The tone for the final-year clash of wills will be set next week, when the House takes up Reagan's request for additional aid to the Nicaraguan rebels, a showdown that Democrats began casting today as one that would highlight their differing priorities.

"It's unfortunate that the president is beginning his last year on such a confrontational tone by devoting so much to contra funding," said Mitchell. "Cooperation and a productive last year would be good for this president, the presidency and the country."

"The president will say one of his top priorities is giving money to the contras," said Coelho. "It's not taking care of farmers, kids, AIDS or the homeless. He will give up everything to help the contras."

Democrats severely criticized the president's expected request for some military aid for the Nicaraguan rebels that would be escrowed, its release tied to continued progress toward peace in Central America.

"The president has pitted himself against the five Central American presidents," said Rep. David E. Bonior (D-Mich.), a member of the Democratic leadership team who heads his party's task force on the Nicaraguan issue. "He has to reconcile whether he is for a peace treaty or against it."

The Democrats' attempt to highlight their differences with Reagan and portray themselves as in control was field-tested several times over the past few days.

Yesterday, for example, Wright three times reviewed in detail not only his party's agenda for the coming year but its accomplishments last year.
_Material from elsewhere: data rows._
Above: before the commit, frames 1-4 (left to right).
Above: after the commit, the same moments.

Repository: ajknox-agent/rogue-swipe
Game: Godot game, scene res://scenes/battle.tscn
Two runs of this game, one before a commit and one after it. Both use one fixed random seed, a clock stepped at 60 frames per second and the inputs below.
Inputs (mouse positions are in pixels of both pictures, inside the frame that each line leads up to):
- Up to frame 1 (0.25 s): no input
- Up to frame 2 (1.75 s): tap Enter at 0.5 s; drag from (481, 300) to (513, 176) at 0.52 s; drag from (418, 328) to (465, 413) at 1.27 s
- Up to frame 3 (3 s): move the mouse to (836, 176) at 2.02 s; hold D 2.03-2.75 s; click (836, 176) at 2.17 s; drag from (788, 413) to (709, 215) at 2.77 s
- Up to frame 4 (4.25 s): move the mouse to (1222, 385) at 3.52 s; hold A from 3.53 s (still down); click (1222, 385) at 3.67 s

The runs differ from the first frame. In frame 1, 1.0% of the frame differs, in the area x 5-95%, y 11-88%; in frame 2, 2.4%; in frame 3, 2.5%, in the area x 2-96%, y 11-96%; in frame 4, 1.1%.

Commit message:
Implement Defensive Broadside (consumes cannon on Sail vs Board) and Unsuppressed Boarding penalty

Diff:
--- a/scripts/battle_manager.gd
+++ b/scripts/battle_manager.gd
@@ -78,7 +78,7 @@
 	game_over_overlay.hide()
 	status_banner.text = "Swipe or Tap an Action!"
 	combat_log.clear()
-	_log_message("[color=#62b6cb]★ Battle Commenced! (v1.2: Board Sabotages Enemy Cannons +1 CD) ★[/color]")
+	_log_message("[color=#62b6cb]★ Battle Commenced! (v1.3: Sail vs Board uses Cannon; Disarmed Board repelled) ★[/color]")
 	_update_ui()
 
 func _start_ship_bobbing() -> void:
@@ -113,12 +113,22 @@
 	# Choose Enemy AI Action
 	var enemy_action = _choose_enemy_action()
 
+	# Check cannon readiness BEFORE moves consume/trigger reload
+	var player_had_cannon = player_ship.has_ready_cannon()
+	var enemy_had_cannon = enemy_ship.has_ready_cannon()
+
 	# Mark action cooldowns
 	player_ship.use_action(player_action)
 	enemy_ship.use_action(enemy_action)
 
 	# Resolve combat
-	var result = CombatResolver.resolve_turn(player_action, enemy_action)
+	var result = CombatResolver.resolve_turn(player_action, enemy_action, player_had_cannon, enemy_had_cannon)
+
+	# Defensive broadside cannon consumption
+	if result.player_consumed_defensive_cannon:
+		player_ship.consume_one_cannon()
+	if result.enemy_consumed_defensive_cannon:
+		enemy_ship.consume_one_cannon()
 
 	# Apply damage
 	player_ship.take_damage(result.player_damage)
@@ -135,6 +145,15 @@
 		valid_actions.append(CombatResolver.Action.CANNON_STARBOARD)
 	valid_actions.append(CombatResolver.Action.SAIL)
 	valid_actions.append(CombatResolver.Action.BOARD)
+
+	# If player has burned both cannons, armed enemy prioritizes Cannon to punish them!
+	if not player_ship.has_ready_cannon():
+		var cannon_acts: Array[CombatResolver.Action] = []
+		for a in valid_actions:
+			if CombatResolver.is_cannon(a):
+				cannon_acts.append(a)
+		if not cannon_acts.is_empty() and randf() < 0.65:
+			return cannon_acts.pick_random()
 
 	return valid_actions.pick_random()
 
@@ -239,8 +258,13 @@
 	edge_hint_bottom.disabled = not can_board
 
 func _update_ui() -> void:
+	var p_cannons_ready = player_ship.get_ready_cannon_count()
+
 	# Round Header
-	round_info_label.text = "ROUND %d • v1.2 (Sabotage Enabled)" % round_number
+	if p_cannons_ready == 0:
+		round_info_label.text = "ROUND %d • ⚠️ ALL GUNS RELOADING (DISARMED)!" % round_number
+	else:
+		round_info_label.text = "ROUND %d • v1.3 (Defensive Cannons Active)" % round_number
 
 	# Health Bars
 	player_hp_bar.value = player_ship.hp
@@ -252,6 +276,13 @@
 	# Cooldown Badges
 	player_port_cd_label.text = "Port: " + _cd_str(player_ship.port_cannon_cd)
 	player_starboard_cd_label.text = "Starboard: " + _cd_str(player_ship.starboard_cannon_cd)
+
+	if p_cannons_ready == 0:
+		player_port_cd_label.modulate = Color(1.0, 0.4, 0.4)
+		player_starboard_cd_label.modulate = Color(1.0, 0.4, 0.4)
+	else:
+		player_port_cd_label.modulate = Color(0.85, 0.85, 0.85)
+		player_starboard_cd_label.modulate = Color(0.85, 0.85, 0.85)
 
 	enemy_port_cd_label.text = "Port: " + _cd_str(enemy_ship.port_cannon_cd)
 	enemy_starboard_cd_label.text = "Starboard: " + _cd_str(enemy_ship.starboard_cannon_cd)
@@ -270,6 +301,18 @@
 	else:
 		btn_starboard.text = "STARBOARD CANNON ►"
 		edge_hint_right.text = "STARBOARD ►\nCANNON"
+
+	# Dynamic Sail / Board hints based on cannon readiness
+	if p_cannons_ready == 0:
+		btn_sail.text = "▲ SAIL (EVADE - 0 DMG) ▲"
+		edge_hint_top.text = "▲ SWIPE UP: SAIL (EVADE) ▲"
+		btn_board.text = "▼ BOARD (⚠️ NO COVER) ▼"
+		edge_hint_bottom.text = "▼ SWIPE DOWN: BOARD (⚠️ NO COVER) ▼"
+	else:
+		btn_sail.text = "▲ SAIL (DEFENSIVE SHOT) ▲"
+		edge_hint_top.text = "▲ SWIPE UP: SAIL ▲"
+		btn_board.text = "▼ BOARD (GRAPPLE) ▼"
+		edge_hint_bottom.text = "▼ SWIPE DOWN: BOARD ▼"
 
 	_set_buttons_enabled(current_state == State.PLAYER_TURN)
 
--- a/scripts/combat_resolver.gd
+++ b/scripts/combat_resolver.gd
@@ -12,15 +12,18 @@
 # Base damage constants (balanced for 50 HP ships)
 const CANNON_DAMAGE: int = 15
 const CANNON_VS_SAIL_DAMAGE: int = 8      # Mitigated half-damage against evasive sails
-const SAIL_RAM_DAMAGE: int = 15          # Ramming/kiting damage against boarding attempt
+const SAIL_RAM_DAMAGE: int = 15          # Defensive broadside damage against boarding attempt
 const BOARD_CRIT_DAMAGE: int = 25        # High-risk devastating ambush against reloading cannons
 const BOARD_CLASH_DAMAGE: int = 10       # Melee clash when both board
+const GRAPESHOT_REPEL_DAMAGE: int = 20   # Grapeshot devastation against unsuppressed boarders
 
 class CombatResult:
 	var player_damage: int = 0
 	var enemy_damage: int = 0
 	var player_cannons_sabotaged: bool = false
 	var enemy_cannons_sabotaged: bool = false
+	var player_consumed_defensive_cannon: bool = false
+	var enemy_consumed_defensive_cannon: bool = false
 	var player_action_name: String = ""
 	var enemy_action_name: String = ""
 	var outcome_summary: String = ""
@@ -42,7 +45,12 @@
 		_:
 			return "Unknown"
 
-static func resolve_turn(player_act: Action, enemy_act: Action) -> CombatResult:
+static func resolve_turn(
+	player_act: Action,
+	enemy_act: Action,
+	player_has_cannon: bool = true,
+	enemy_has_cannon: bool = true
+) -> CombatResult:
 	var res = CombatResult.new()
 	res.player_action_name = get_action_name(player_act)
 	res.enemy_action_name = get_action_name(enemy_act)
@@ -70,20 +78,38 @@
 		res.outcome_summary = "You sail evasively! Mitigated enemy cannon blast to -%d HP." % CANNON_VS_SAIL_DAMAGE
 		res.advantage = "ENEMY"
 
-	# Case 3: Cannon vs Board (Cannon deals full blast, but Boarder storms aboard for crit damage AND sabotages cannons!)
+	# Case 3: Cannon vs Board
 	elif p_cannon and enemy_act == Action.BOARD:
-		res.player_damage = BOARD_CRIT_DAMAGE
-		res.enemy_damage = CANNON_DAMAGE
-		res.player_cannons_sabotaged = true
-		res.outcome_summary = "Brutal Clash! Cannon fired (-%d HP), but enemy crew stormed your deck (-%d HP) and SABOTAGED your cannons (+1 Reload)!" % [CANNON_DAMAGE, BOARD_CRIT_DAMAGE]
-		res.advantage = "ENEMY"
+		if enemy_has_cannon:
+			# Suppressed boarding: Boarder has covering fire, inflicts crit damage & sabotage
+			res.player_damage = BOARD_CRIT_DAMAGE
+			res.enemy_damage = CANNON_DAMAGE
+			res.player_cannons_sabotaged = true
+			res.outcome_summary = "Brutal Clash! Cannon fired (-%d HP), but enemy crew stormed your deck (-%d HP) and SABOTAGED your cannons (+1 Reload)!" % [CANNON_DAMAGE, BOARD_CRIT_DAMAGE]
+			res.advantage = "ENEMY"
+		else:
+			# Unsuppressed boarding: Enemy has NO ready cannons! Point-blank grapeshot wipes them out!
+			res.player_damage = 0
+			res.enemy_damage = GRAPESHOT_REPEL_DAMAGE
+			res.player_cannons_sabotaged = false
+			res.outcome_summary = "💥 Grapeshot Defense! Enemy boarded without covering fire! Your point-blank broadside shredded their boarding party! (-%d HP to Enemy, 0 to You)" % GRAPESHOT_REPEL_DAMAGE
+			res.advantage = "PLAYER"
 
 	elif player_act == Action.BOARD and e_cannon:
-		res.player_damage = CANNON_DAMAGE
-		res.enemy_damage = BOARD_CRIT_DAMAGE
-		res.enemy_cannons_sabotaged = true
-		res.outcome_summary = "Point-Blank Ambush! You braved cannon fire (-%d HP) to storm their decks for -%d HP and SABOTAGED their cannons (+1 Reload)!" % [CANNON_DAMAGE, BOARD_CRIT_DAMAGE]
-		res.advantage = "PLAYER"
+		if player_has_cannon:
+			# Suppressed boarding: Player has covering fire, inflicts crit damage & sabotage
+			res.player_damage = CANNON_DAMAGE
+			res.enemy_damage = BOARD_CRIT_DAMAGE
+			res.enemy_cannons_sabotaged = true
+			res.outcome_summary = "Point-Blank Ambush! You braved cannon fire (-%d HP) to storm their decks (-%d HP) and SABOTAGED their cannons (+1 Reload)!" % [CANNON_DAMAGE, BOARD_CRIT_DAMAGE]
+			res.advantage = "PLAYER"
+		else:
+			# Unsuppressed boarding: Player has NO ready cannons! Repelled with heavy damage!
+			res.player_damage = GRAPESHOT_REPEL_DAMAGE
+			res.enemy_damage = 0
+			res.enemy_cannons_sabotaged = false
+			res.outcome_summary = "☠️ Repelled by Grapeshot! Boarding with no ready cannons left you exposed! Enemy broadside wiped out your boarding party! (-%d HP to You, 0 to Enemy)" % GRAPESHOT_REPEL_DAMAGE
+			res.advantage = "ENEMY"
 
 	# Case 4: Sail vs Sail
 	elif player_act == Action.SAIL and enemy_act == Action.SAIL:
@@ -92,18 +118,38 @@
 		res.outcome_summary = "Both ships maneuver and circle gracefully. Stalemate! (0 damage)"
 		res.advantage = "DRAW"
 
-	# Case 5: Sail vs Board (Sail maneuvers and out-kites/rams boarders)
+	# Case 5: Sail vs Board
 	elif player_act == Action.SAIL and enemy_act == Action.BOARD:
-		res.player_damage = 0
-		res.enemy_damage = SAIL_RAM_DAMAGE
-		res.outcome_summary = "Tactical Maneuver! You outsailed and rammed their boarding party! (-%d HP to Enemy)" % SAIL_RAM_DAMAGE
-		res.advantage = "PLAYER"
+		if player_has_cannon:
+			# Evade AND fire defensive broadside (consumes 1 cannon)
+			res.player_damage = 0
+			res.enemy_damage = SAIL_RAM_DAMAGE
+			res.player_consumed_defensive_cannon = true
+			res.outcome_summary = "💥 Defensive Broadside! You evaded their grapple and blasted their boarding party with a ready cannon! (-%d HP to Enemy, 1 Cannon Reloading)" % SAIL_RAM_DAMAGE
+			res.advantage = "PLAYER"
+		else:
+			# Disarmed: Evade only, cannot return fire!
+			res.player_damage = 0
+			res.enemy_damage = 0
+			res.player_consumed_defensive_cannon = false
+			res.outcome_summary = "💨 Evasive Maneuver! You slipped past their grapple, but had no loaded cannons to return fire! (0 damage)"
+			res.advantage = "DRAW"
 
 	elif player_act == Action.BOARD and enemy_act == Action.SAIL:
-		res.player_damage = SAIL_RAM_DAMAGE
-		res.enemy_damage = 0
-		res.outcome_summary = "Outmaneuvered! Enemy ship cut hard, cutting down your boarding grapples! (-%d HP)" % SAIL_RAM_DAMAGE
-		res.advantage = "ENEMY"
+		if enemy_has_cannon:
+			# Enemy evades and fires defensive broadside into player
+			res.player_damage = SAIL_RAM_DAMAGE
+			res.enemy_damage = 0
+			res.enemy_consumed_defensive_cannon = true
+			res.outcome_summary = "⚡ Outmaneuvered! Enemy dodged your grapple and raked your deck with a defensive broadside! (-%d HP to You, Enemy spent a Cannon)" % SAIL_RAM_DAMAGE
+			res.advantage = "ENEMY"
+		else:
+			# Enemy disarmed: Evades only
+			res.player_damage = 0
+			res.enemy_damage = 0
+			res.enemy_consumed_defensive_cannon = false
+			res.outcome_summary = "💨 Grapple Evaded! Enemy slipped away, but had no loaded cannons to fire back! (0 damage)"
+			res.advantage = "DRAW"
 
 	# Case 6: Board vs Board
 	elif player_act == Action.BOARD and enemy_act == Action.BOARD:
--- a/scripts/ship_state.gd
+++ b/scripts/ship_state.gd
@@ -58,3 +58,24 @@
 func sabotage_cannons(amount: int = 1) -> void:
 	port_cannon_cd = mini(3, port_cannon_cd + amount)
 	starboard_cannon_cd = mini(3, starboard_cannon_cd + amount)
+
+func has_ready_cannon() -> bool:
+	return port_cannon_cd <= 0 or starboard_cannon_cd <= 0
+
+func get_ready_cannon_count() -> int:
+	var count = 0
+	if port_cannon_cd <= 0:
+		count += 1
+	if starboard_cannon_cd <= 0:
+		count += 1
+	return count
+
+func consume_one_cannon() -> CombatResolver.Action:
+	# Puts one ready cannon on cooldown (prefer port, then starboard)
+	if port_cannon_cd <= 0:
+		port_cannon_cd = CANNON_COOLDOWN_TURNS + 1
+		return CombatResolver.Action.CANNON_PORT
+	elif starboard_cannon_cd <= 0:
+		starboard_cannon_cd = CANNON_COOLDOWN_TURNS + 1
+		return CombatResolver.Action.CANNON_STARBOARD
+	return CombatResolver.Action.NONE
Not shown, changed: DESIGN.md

Congress, said Wright, had protected the environment and improved transportation by passing, over Reagan's vetoes, clean water and highway legislation. In promising to complete action on trade legislation that would require retaliation against nations that do not engage in fair trade, he belittled the president's lack of concern for the trade deficit. And, reminding voters that the president had sought to cut education spending 28 percent last year, Wright pledged that Congress this year will pass legislation to improve educational programs.